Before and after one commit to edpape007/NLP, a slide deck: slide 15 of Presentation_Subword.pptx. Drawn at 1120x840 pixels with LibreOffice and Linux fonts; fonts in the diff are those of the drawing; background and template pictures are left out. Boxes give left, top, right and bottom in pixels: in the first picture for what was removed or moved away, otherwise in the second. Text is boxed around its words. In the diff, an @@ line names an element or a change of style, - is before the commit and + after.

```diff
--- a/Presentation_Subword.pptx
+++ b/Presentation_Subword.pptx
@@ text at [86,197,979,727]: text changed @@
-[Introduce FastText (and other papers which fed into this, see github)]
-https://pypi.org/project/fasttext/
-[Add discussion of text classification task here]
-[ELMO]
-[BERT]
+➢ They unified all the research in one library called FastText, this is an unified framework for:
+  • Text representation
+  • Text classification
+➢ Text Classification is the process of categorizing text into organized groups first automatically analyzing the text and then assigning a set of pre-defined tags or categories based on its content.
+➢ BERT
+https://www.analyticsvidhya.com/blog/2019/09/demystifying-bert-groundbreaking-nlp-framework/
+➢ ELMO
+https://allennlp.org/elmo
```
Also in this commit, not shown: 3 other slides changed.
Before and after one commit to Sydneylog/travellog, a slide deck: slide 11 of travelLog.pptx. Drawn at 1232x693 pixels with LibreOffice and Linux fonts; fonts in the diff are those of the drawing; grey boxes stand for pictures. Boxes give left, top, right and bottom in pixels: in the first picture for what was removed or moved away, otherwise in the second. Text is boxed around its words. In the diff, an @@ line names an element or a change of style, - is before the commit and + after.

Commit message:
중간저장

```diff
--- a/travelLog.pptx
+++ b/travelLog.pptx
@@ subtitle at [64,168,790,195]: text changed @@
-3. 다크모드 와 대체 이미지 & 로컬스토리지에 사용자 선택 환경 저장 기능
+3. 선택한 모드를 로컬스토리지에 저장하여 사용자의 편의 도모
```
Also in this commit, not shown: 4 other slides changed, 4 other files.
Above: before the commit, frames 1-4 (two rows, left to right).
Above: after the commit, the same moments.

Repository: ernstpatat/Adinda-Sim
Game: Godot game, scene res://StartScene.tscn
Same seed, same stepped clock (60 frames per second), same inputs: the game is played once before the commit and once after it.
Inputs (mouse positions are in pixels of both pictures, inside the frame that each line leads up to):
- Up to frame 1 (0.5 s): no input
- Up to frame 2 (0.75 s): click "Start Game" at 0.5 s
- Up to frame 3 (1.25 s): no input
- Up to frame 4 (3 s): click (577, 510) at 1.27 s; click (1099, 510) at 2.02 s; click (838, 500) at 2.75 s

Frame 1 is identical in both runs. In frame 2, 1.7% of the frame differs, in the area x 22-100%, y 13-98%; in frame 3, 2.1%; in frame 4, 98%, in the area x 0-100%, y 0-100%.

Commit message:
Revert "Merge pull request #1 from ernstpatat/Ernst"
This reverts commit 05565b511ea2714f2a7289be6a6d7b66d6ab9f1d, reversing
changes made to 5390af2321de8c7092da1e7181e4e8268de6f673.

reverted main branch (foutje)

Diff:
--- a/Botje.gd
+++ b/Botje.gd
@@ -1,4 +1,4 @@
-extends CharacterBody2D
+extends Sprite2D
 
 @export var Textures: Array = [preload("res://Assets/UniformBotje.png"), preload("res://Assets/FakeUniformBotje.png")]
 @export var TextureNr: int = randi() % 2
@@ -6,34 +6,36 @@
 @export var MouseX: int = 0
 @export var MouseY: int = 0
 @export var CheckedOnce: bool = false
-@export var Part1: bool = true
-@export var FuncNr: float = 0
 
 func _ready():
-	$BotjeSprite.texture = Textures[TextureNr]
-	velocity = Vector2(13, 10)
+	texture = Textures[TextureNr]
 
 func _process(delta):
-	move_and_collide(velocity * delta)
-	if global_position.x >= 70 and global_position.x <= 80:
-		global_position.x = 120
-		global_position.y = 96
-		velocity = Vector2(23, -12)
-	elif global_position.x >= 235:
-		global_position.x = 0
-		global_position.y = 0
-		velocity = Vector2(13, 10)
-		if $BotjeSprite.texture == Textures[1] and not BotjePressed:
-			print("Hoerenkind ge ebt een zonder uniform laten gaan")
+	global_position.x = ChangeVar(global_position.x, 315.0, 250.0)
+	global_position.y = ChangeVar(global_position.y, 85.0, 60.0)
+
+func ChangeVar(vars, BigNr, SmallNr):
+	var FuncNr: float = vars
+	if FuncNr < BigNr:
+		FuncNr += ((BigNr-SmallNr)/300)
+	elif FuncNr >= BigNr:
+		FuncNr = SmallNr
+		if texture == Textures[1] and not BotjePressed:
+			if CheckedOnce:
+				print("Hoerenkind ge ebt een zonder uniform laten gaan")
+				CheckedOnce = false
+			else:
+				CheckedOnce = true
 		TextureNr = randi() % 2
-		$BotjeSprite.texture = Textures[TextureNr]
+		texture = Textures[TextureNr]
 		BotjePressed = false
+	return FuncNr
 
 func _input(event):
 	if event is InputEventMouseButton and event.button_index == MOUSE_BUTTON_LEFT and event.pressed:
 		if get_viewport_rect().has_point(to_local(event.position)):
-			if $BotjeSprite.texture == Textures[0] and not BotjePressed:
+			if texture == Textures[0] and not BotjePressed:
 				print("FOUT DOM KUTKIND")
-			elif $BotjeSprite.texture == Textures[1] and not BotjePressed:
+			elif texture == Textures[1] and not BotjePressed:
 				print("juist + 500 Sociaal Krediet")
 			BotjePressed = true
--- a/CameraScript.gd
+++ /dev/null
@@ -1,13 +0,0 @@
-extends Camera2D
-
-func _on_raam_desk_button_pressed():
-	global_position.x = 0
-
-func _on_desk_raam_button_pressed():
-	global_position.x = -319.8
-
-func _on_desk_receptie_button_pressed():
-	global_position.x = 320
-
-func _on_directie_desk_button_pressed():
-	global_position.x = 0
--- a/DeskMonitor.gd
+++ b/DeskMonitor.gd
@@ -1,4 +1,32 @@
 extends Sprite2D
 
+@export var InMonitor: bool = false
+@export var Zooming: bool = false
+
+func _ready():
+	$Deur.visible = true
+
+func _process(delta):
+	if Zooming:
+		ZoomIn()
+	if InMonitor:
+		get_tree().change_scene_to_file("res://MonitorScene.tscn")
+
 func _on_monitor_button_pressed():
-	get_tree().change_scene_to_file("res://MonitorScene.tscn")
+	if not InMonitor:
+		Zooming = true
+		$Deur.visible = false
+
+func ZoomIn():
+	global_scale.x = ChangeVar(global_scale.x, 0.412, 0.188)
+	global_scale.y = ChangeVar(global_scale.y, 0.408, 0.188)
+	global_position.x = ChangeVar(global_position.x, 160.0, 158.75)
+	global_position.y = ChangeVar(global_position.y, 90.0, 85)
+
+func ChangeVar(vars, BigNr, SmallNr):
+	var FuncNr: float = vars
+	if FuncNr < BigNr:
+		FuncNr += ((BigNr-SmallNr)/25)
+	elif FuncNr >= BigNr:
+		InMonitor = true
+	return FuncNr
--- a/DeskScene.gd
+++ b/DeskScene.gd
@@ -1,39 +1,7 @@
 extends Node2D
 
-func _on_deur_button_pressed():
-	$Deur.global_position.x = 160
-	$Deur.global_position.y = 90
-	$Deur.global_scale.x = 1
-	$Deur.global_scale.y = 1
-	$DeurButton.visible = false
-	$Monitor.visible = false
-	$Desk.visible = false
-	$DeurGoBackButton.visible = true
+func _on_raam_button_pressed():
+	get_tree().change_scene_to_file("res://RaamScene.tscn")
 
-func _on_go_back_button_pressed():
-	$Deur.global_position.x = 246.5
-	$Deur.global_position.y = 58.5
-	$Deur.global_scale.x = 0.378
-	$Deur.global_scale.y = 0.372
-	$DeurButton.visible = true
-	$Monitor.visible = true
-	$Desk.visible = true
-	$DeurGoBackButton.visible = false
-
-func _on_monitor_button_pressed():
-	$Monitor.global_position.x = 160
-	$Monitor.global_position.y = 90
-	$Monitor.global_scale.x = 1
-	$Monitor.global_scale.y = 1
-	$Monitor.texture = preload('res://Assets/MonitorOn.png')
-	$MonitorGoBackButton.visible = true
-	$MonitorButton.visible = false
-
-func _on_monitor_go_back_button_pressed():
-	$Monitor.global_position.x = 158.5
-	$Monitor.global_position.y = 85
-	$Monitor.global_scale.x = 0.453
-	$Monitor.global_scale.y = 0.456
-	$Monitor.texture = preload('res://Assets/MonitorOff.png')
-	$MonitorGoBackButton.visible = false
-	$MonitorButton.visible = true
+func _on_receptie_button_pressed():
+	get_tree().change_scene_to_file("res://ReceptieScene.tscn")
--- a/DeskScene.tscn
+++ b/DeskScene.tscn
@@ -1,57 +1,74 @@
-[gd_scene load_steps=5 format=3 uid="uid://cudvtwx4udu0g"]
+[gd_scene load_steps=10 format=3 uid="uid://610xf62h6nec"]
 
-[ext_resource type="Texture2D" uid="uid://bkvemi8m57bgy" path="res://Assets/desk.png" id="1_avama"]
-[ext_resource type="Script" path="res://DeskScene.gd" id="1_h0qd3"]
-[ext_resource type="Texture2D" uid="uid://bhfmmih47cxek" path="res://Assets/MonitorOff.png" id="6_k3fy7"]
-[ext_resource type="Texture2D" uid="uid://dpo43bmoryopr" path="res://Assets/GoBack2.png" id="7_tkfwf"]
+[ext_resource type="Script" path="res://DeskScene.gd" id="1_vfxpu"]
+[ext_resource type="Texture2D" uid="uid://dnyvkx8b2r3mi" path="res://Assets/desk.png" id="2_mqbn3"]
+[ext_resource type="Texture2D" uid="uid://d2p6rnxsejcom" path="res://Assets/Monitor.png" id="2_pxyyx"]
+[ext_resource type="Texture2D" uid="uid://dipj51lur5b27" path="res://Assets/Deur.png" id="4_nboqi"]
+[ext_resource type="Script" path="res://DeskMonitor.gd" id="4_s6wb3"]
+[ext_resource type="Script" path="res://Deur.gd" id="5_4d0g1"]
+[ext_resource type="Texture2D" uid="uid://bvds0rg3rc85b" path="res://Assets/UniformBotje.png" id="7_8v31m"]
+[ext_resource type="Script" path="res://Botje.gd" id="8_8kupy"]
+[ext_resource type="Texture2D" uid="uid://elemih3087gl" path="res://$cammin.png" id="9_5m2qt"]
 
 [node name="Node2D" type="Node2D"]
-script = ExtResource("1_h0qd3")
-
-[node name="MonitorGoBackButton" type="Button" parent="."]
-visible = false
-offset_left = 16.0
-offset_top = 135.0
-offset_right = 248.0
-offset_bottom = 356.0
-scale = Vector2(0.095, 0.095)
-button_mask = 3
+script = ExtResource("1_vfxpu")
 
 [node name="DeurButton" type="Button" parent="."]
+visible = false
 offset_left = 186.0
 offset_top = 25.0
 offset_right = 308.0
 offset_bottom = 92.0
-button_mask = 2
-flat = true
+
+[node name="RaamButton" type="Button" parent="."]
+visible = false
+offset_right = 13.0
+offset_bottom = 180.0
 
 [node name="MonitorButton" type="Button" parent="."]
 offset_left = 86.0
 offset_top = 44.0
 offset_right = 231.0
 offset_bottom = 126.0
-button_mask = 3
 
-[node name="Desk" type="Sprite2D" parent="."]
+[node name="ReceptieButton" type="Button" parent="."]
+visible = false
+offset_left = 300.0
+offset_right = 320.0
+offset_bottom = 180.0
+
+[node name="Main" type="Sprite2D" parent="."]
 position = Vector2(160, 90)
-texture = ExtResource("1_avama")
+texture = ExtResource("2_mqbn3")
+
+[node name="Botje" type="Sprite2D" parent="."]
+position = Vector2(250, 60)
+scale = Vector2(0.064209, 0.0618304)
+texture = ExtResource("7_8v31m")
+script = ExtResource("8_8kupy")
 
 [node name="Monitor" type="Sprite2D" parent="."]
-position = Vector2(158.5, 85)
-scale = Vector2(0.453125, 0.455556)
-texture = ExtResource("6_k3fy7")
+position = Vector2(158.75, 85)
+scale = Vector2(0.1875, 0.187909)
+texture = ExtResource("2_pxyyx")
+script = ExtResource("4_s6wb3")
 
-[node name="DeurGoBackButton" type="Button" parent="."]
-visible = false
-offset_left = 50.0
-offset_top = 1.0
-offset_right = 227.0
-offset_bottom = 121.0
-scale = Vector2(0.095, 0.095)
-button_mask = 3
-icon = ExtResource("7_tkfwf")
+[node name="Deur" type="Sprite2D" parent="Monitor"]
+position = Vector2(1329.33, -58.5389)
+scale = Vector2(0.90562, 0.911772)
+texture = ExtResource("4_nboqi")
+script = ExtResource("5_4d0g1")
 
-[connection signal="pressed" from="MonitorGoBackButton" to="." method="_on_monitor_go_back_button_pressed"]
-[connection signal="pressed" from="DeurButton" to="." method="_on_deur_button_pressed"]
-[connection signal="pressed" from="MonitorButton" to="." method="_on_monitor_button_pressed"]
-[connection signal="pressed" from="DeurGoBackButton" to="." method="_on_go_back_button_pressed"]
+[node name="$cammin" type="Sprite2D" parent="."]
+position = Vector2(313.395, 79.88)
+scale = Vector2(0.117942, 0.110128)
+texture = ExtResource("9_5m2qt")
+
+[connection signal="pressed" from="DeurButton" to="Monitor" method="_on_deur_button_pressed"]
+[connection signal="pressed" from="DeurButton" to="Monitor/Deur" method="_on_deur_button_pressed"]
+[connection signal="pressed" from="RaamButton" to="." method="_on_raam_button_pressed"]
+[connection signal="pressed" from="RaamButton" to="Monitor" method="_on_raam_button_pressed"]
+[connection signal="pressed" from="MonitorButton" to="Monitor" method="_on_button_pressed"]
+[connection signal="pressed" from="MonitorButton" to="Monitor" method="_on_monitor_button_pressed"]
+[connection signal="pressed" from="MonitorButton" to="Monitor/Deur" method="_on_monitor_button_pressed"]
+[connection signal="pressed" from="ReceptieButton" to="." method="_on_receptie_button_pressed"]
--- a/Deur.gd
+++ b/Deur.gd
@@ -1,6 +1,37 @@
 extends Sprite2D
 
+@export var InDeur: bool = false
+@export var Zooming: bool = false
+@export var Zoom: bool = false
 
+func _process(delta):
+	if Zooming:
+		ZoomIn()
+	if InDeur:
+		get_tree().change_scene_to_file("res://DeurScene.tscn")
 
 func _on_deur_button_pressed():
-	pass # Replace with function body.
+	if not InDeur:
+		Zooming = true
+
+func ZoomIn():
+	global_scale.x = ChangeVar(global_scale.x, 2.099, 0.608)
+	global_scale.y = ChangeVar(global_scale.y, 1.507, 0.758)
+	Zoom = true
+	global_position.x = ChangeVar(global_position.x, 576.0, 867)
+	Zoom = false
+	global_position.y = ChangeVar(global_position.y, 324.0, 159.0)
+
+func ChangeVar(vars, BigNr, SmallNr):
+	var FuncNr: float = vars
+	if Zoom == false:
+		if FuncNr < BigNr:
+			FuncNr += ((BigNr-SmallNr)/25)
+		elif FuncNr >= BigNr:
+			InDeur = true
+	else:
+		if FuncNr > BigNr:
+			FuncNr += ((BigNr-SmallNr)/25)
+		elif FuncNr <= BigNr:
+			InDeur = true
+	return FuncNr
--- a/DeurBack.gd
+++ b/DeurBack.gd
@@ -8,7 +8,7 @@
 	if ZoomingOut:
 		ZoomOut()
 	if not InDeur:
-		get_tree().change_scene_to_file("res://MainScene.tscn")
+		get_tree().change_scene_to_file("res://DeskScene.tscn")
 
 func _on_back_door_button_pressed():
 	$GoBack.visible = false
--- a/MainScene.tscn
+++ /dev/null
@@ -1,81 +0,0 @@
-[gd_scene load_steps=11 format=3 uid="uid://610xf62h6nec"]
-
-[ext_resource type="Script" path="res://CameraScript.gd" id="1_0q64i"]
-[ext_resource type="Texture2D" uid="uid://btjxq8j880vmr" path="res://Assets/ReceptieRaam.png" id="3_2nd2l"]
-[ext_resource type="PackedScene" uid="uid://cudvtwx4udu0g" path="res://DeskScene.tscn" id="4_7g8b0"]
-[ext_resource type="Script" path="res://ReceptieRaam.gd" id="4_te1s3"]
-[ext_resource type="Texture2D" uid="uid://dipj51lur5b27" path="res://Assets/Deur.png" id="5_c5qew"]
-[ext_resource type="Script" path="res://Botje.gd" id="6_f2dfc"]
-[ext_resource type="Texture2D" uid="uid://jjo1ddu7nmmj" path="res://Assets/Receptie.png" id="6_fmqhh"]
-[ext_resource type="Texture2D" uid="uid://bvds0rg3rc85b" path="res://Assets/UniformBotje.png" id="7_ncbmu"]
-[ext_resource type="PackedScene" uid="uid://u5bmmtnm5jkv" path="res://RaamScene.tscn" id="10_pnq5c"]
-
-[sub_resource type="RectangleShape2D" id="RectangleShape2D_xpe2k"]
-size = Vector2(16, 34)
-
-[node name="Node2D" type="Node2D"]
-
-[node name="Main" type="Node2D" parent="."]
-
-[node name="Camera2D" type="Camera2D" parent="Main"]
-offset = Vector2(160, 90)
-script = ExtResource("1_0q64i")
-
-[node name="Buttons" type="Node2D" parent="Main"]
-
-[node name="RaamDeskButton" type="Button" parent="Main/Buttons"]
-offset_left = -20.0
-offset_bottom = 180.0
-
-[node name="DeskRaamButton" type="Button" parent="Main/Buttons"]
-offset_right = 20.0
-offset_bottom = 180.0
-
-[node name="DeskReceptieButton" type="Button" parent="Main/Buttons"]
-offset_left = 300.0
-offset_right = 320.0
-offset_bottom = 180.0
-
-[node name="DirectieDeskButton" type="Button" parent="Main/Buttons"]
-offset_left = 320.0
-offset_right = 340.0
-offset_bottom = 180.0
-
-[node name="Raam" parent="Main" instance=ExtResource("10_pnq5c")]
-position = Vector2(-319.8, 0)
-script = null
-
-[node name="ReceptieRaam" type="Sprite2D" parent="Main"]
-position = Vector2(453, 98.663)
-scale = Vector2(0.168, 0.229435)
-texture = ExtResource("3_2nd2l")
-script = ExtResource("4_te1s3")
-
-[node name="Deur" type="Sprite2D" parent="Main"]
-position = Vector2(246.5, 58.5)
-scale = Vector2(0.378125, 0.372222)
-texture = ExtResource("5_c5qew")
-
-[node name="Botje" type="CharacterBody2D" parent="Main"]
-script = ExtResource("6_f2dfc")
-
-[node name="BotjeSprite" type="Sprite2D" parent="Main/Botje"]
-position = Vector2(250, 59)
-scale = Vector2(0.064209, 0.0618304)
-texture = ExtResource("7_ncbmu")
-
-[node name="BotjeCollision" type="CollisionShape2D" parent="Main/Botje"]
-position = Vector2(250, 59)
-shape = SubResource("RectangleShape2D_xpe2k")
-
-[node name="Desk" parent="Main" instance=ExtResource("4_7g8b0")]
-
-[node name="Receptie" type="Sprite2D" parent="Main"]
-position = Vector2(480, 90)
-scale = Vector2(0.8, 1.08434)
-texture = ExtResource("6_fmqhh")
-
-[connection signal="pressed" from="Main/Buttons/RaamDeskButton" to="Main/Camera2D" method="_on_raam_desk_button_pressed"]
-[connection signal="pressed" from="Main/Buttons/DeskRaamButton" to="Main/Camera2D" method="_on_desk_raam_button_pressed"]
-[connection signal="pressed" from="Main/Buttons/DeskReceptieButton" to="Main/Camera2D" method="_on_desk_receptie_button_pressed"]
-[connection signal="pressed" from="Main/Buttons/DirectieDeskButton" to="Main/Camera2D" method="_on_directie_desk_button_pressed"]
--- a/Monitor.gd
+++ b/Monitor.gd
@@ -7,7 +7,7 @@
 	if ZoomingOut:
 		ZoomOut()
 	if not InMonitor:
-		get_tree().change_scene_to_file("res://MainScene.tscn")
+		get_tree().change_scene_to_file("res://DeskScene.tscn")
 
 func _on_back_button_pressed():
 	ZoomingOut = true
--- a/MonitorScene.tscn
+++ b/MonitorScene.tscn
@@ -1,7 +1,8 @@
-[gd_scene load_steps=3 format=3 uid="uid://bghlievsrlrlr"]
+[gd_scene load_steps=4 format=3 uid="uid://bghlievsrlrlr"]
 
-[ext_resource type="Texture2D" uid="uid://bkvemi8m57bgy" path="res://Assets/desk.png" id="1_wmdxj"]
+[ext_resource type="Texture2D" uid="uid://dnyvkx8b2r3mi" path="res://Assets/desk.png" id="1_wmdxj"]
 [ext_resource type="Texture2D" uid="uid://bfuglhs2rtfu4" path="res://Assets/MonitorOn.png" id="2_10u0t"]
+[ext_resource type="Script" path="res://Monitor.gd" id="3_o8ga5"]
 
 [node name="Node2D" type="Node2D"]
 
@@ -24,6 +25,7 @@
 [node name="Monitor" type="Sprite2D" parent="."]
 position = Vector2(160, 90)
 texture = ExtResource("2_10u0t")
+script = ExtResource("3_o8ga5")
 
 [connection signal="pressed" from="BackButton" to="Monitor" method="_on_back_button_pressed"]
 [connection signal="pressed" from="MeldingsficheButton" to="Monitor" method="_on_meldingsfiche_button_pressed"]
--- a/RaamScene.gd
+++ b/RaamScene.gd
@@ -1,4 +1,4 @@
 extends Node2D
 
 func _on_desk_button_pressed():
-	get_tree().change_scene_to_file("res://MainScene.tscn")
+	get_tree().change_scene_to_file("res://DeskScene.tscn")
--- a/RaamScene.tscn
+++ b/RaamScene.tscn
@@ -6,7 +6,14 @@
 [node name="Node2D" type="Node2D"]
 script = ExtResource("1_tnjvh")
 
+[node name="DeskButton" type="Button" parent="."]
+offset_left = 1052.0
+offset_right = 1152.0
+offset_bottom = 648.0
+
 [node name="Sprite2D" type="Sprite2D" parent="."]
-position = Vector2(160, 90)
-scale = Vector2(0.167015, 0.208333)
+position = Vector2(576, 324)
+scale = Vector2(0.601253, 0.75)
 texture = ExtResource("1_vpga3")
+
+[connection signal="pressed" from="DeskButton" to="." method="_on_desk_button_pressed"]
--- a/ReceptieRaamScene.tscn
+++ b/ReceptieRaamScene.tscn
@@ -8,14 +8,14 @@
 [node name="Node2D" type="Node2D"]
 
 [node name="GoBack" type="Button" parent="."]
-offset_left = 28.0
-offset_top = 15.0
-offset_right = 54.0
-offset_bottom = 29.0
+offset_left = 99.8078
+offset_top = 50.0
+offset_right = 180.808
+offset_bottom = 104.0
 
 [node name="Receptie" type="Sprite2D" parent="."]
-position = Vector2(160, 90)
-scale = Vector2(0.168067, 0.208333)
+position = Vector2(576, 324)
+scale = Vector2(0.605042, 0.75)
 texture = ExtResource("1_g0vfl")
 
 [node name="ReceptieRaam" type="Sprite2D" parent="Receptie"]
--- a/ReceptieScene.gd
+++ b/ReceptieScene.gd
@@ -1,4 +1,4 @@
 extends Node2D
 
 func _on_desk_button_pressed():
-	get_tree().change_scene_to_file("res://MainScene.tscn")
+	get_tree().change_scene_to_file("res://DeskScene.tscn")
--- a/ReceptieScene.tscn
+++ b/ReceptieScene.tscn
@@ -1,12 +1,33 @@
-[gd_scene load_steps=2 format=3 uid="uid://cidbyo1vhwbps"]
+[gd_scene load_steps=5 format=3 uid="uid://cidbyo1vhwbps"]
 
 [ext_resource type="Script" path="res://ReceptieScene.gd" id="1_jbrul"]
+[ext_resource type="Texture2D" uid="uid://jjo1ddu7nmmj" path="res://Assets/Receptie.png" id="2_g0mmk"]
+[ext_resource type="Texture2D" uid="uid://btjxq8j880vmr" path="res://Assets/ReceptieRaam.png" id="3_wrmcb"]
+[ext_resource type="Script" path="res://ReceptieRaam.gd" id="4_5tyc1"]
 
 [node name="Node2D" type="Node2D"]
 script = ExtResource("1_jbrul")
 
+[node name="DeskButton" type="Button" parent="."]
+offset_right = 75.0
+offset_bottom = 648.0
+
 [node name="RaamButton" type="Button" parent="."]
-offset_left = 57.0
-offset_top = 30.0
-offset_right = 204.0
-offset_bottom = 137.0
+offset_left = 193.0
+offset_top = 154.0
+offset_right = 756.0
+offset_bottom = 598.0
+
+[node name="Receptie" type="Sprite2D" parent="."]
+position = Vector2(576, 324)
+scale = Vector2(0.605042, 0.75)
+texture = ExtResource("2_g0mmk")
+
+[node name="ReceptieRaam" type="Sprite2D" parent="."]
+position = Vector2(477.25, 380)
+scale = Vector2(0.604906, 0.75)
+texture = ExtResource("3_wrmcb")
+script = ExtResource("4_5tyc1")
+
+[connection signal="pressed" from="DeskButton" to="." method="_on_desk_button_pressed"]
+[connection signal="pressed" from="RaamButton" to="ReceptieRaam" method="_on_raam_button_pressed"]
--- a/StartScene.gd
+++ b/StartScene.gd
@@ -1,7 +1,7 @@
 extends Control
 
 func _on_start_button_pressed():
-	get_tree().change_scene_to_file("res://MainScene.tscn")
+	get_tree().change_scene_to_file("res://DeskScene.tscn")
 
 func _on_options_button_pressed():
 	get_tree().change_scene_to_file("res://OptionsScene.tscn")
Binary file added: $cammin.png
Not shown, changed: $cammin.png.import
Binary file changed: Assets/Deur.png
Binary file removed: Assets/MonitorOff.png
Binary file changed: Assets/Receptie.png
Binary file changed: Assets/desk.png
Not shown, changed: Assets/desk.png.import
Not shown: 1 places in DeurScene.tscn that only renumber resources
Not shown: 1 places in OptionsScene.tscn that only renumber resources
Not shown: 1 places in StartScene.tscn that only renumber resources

Task item:
Return only the exact lines from the opening of the records through the line that contains "Above: after the commit, the same moments.", both included.

Result for this exercise:
Before and after one commit to edpape007/NLP, a slide deck: slide 15 of Presentation_Subword.pptx. Drawn at 1120x840 pixels with LibreOffice and Linux fonts; fonts in the diff are those of the drawing; background and template pictures are left out. Boxes give left, top, right and bottom in pixels: in the first picture for what was removed or moved away, otherwise in the second. Text is boxed around its words. In the diff, an @@ line names an element or a change of style, - is before the commit and + after.

```diff
--- a/Presentation_Subword.pptx
+++ b/Presentation_Subword.pptx
@@ text at [86,197,979,727]: text changed @@
-[Introduce FastText (and other papers which fed into this, see github)]
-https://pypi.org/project/fasttext/
-[Add discussion of text classification task here]
-[ELMO]
-[BERT]
+➢ They unified all the research in one library called FastText, this is an unified framework for:
+  • Text representation
+  • Text classification
+➢ Text Classification is the process of categorizing text into organized groups first automatically analyzing the text and then assigning a set of pre-defined tags or categories based on its content.
+➢ BERT
+https://www.analyticsvidhya.com/blog/2019/09/demystifying-bert-groundbreaking-nlp-framework/
+➢ ELMO
+https://allennlp.org/elmo
```
Also in this commit, not shown: 3 other slides changed.
Before and after one commit to Sydneylog/travellog, a slide deck: slide 11 of travelLog.pptx. Drawn at 1232x693 pixels with LibreOffice and Linux fonts; fonts in the diff are those of the drawing; grey boxes stand for pictures. Boxes give left, top, right and bottom in pixels: in the first picture for what was removed or moved away, otherwise in the second. Text is boxed around its words. In the diff, an @@ line names an element or a change of style, - is before the commit and + after.

Commit message:
중간저장

```diff
--- a/travelLog.pptx
+++ b/travelLog.pptx
@@ subtitle at [64,168,790,195]: text changed @@
-3. 다크모드 와 대체 이미지 & 로컬스토리지에 사용자 선택 환경 저장 기능
+3. 선택한 모드를 로컬스토리지에 저장하여 사용자의 편의 도모
```
Also in this commit, not shown: 4 other slides changed, 4 other files.
Above: before the commit, frames 1-4 (two rows, left to right).
Above: after the commit, the same moments.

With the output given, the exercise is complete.